On 21 December 2018, the federal Central Tax office issued another circular (2017/1058518) regarding the new version of the German Investment Tax Act in force as of 1 January 2018. The circular came in response to questions raised by the German Federal Associations of investment companies and of the credit services sector. The circular inter alia provided the following clarifications:
- Regarding the computation of the equity ratio
The tax authorities will not challenge situations in which an investment fund holding investments in another investment fund (a fund of funds) could qualify as equity fund during the transitional period from 1 January 2018 to 31 December 2018 (included), even when the equity ratio falls below the fixed ratio. This means that, for a transitional period of one year, the status of a fund of funds will not be put at risk due to drops in the equity ratio.
Furthermore, the German Tax Authorities have said that, in cases of transfer of civil and economic ownership of securities in the sense of German law (e.g. in the case of security lending), these securities should not be taken into account for the calculation of the equity ratio of the respective investment fund that acts as lender of the securities. Rather, it should be the borrower that considers the securities when calculating his/her equity ratio.
Notably, however, the circular points out that, in order to determine economic ownership, a case-by-case analysis needs to be conducted.
- Regarding the simplified electronic method for reduced withholding tax rates (withholding tax applicable to investment funds)

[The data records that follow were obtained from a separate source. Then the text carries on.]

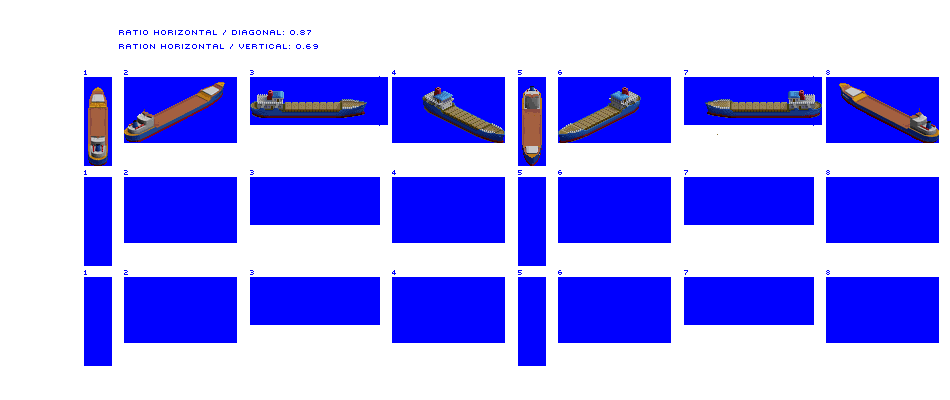
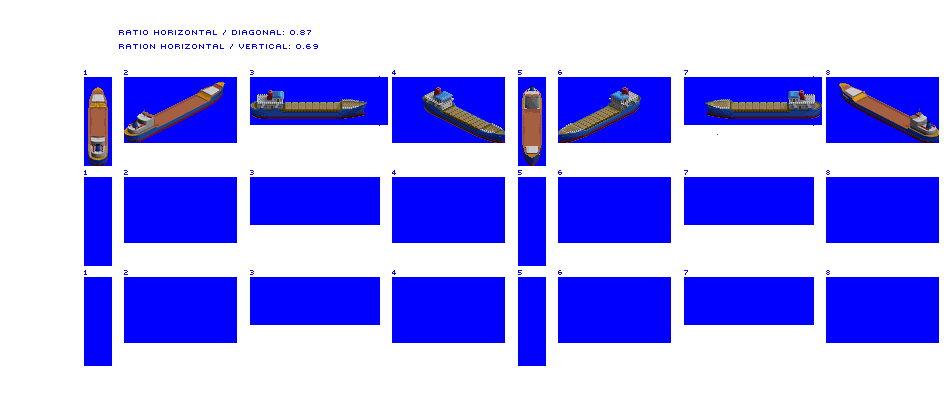
Two versions of the same layered image (950x400). Layer-by-layer changes:
painted on "Coaster" over [251, 108, 821, 119]
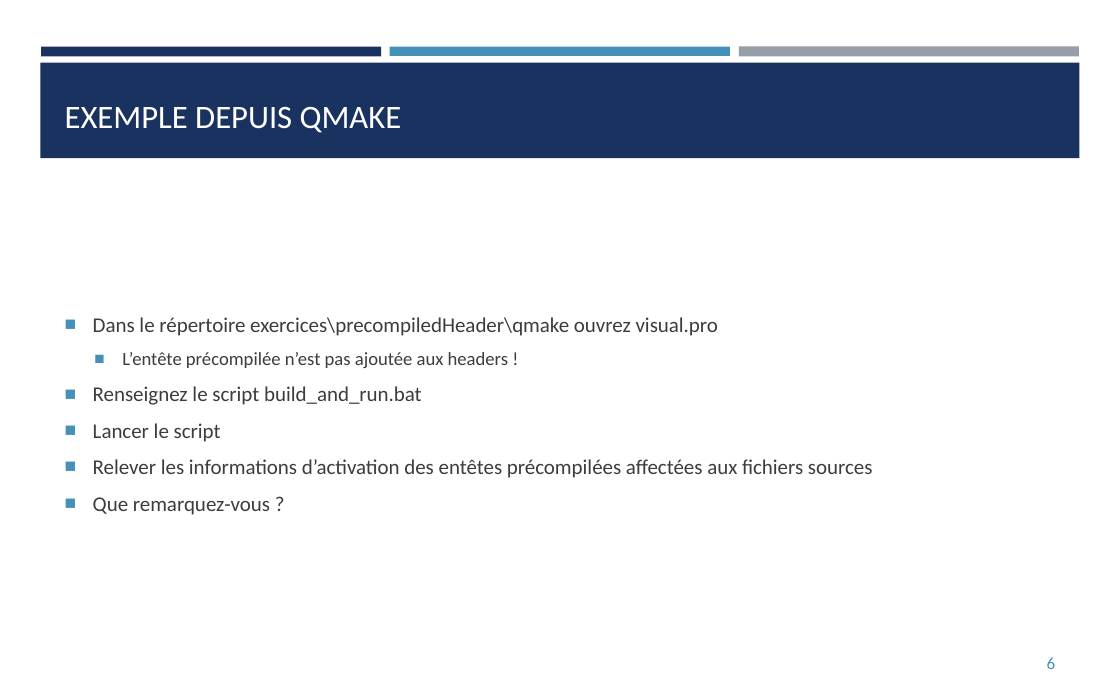
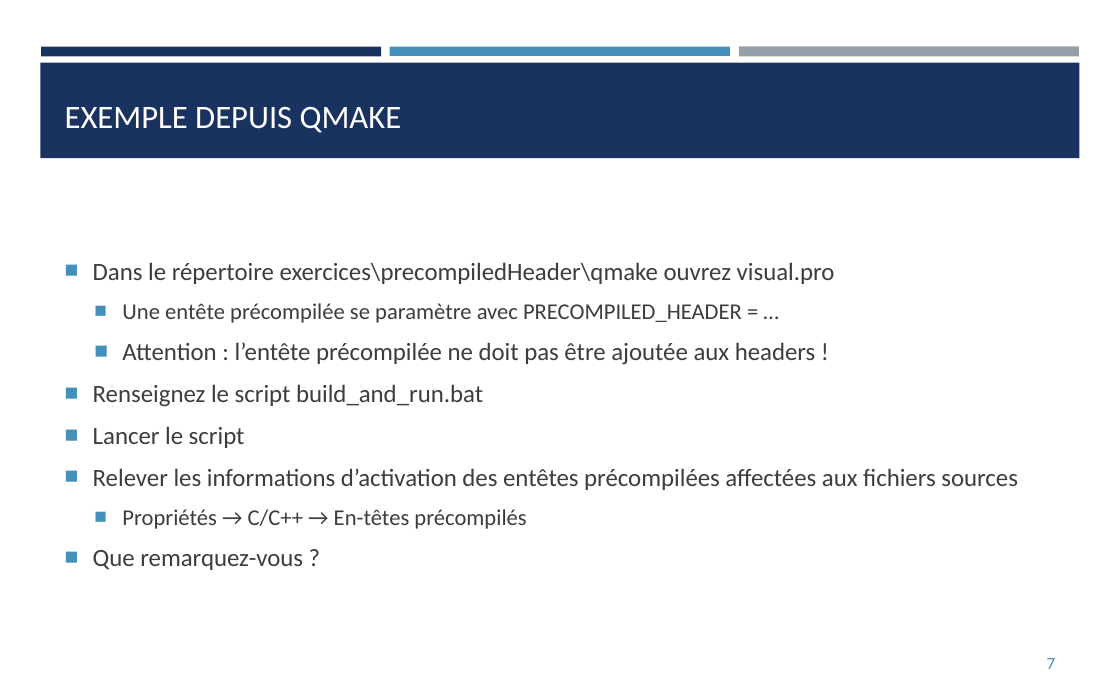
Before and after one commit to franckginguene/cpp_scalian, a slide deck: slide 7 of diapos/CPP_aprem.pptx (slide 6 before the commit). Drawn at 1120x700 pixels with LibreOffice and Linux fonts; fonts in the diff are those of the drawing. Boxes give left, top, right and bottom in pixels: in the first picture for what was removed or moved away, otherwise in the second. Text is boxed around its words. In the diff, an @@ line names an element or a change of style, - is before the commit and + after.

```diff
--- a/diapos/CPP_aprem.pptx
+++ b/diapos/CPP_aprem.pptx
@@ text at (93, 262, 1018, 570): size 13.5 to 16 pt in "Dans le répertoire exercices\precompiledHeader\qmake ouvrez  ...", "Renseignez le script build_and_run.bat", "Lancer le script", "Relever les informations d’activation des entêtes précompilé ..." and 1 more places @@
@@ text at (122, 303, 816, 365): text changed; size 12 to 16 pt @@
-  ■ L’entête précompilée n’est pas ajoutée aux headers !
+  ■ Une entête précompilée se paramètre avec PRECOMPILED_HEADER = …
+  ■ Attention : l’entête précompilée ne doit pas être ajoutée aux headers !
@@ text at (122, 509, 526, 529): paragraph added @@
+  ■ Propriétés → C/C++ → En-têtes précompilés
@@ page number at (1047, 658, 1056, 669): text changed @@
-6
+7
```
Also in this commit, not shown: 14 other slides changed, 2 slides added, 2 slides removed.

The tax authorities will not challenge the rule that the electronic procedure must be followed for all withholding tax levied before 1 January 2021 on dividend and comparable payments. The procedure works as follows:
1. The management company requests a status certificate for investment funds that the custodian needs.
2. The reference numbers of the status certificates, and their validity, will be electronically transmitted to two central databases, one managed by WM and the other by OMGEO.
3. The data will only be transmitted after the investment fund is launched.
In carrying out the above-described procedure, management companies must also do the following:
• for both databases (WM and OMGEO), indicate changes and deletions when they happen to the tax authorities
• transmit a database extract of the status numbers and validations of status certificates to the responsible tax authority, when requested to do so
• if using the simplified method, inform the competent tax office of this
- Regarding the refund procedure by the person liable to pay the tax (usually German custodian banks for foreign funds)
The investment fund can obtain a refund of the levied withholding tax if it meets or exceeds 15%.
If a (partially) tax-exempt investment fund (i.e. one that has charities, foundations, and/or pension funds as investors) proves that it should be (partially) tax-exempt, it can benefit from a refund by filing a claim with the German withholding agent (e.g. the German sub-custodian).
Investors who can benefit from the exemption are entitled to be reimbursed by the investment fund according to § 12 Sec 1 InvStG 2018 (exemption amount)
Tax refunds filed by the fund to obtain a reduced rate of 15% and those filed by the fund on behalf of its tax-exempt investors are independent of each other and can be claimed separately.
For both refunds, as a precondition, proof of the fund’s status has to be provided via a status certificate. In addition, the refund mechanism for tax-exempt investors requires proof that the preconditions to benefit from the tax exemption are fulfilled:
• An exemption certificate for charities and foundations must be provided.
• The investor must have held the share units in the fund for at least 3 months and must have met the 45 day rule which allows the crediting of the withholding tax according to German law.
• Proof must be provided of the percentage of tax-exempt investors that hold shares/units in the fund (including purchases and sales during a given year).
Another refund mechanism involving the competent tax authorities does exist (§ 11 Sec 1). However, the present refund mechanism involving the German withholding agent takes precedence over the one to be filed with the German tax authorities.
This means in practice that a tax refund must be requested from the custodian acting as withholding agent within 18 months of the payment of the taxable income. Only when the 18 months have elapsed can a tax refund be claimed from the competent tax office. A status certificate is required for a refund, even in cases of partial exemption for German investors.
- Regarding the transparency option
If the transparency option has been executed already in 2018, but the decision to apply this option is reversed in 2019, the tax authorities will not draw negative consequences from this approach as long as the revocation is executed prior to the first payment of a German source dividend in 2019.
Should the transparency option not have been executed yet, the decision to execute it can be taken at any future point in time.
The question of whether an executed transparency option has a period of validity is still under discussion.